Pearl: There are four basic types of proteinuria.

  1. Glomerular
  2. Tubular
  3. Overflow
  4. Reactive/Post-Renal

Hi Everyone!

Yesterday at M&M, nephrologist Dr. Lowell Lo was at it again – dropping serious knowledge. He presented his basic approach to finding protein in the urine. He said that his first step in evaluating proteinuria is to consider which of the four types he is dealing with.

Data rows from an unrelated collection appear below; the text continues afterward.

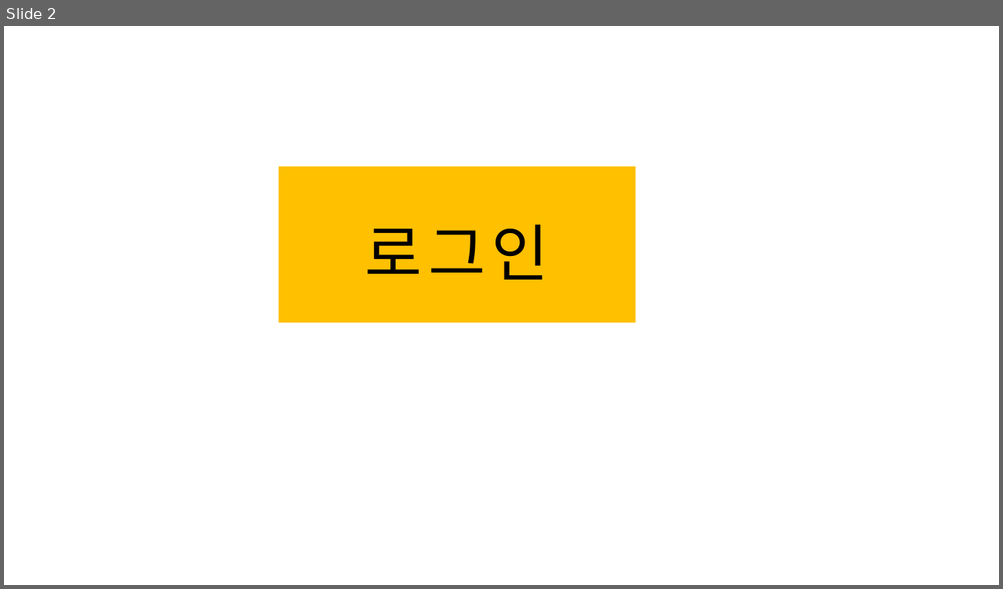
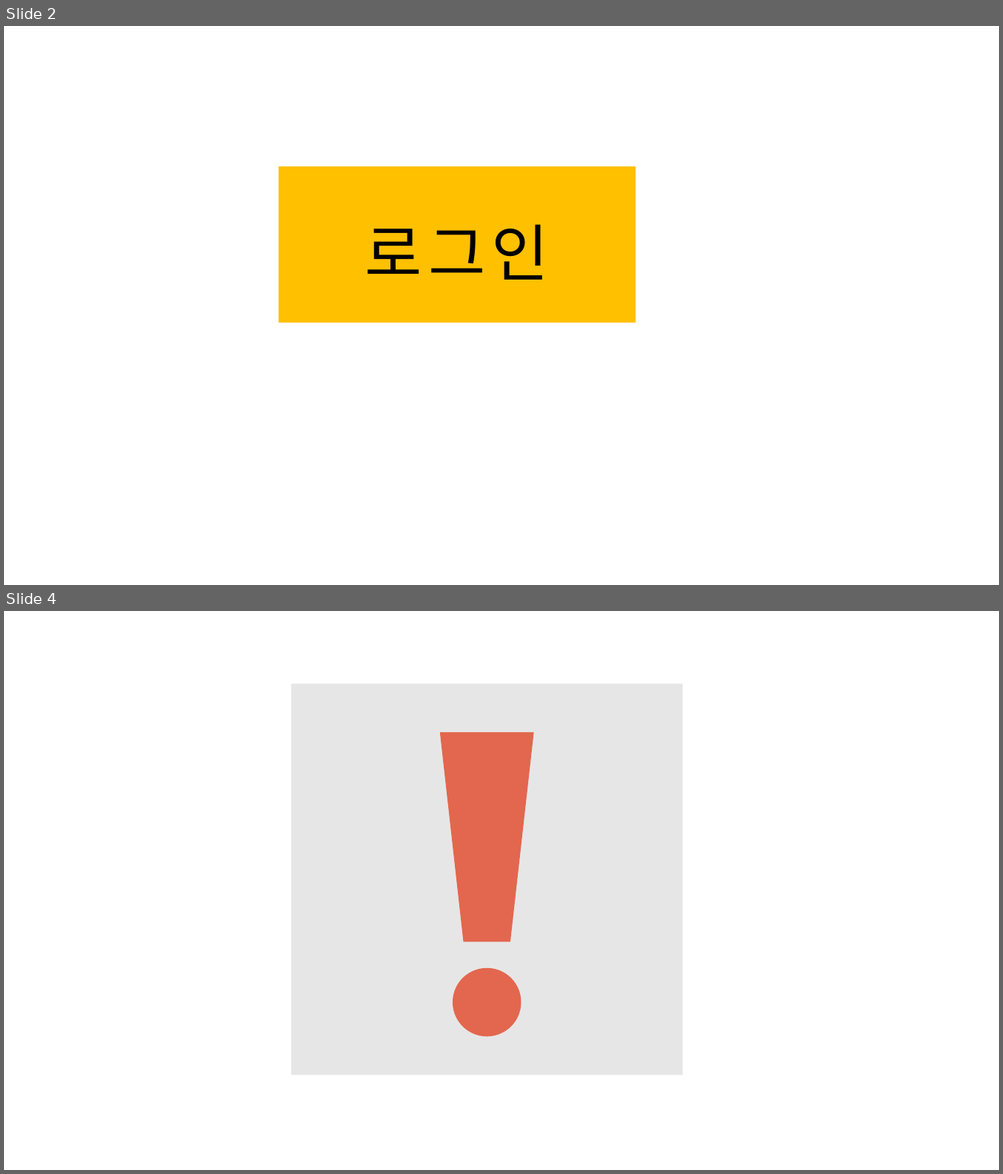
Before and after one commit to DuetoPark/movie-page, a slide deck: pictures/영화표.pptx. Shown one above the other, each under a label of ours: slide 2 before the commit, slides 2 and 4 after it; the slides between them are not shown. The pictures are 1003x589 and 1003x1174 pixels, drawn with LibreOffice and Linux fonts; fonts in the diff are those of the drawing. Boxes give left, top, right and bottom in pixels: in the first picture for what was removed or moved away, otherwise in the second. Text is boxed around its words. In the diff, an @@ line names an element or a change of style, - is before the commit and + after.

```diff
--- a/pictures/영화표.pptx
+++ b/pictures/영화표.pptx
@@ slide 4 added at (x1=4, y1=611, x2=999, y2=1170), background #FFFFFF @@
@@ rectangle added at (x1=291, y1=684, x2=683, y2=1076), fill #E7E6E6 @@
@@ trapezoid added at (x1=440, y1=732, x2=534, y2=943), fill #E2674E @@
@@ ellipse added at (x1=452, y1=968, x2=521, y2=1037), fill #E2674E @@
```
Also in this commit, not shown: 1 other slide added, 2 slides removed, 6 other files.

The four basic types of proteinuria are:

Glomerular:

  • caused by increased filtration of macromolecules (e.g. albumin) across the glomerular capillary wall
  • examples: primary glomerular disease, diabetic nephropathy, hypertensive nephrosclerosis, benign causes including orthostatic and exercise-induced proteinuria
  • degree of proteinuria: variable, can reach nephrotic range

Tubular:

  • in a normal kidney, low-molecular-weight proteins (smaller than albumin) get filtered across the glomerulus and are largely reabsorbed in the proximal tubule (examples include immunoglobulin light chains, beta-2-microglobulin)
  • diseases that cause tubulointerstitial damage limit reabsorption of these proteins in the proximal tubule, leading to proteinuria
  • increased excretion of these smaller proteins is often not detected on urine dipstick
  • the increased excretion of tubular proteins (e.g. polyclonal immunoglobulin light chains) is not injurious to the kidney
  • examples: autoimmune or allergic interstitial inflammation, medication-induced interstitial injury
  • degree of proteinuria: < 3g per day

Overflow:

  • caused by increased excretion of low-molecular-weight proteins in setting of overproduction, leading to increased filtration and excretion
  • the filtered load exceeds the proximal tubule’s normal reabsorptive capacity!
  • examples: multiple myeloma (monoclonal light chains), hemolysis (hemoglobinuria), rhabdomyolysis (myoglobinuria)
  • degree of proteinuria: variable, can sometimes reach nephrotic range

Reactive/Post-renal 

  • inflammation of the urinary tract can give rise to increases in urinary protein excretion (mechanism unknown)
  • examples: UTI, nephrolithiasis, genito-urinary tumor
  • degree of proteinuria: <1 g per day

References:

Rovin BR. “Assessment of urinary protein excretion and evaluation of non-nephrotic proteinuria in adults.” UpToDate.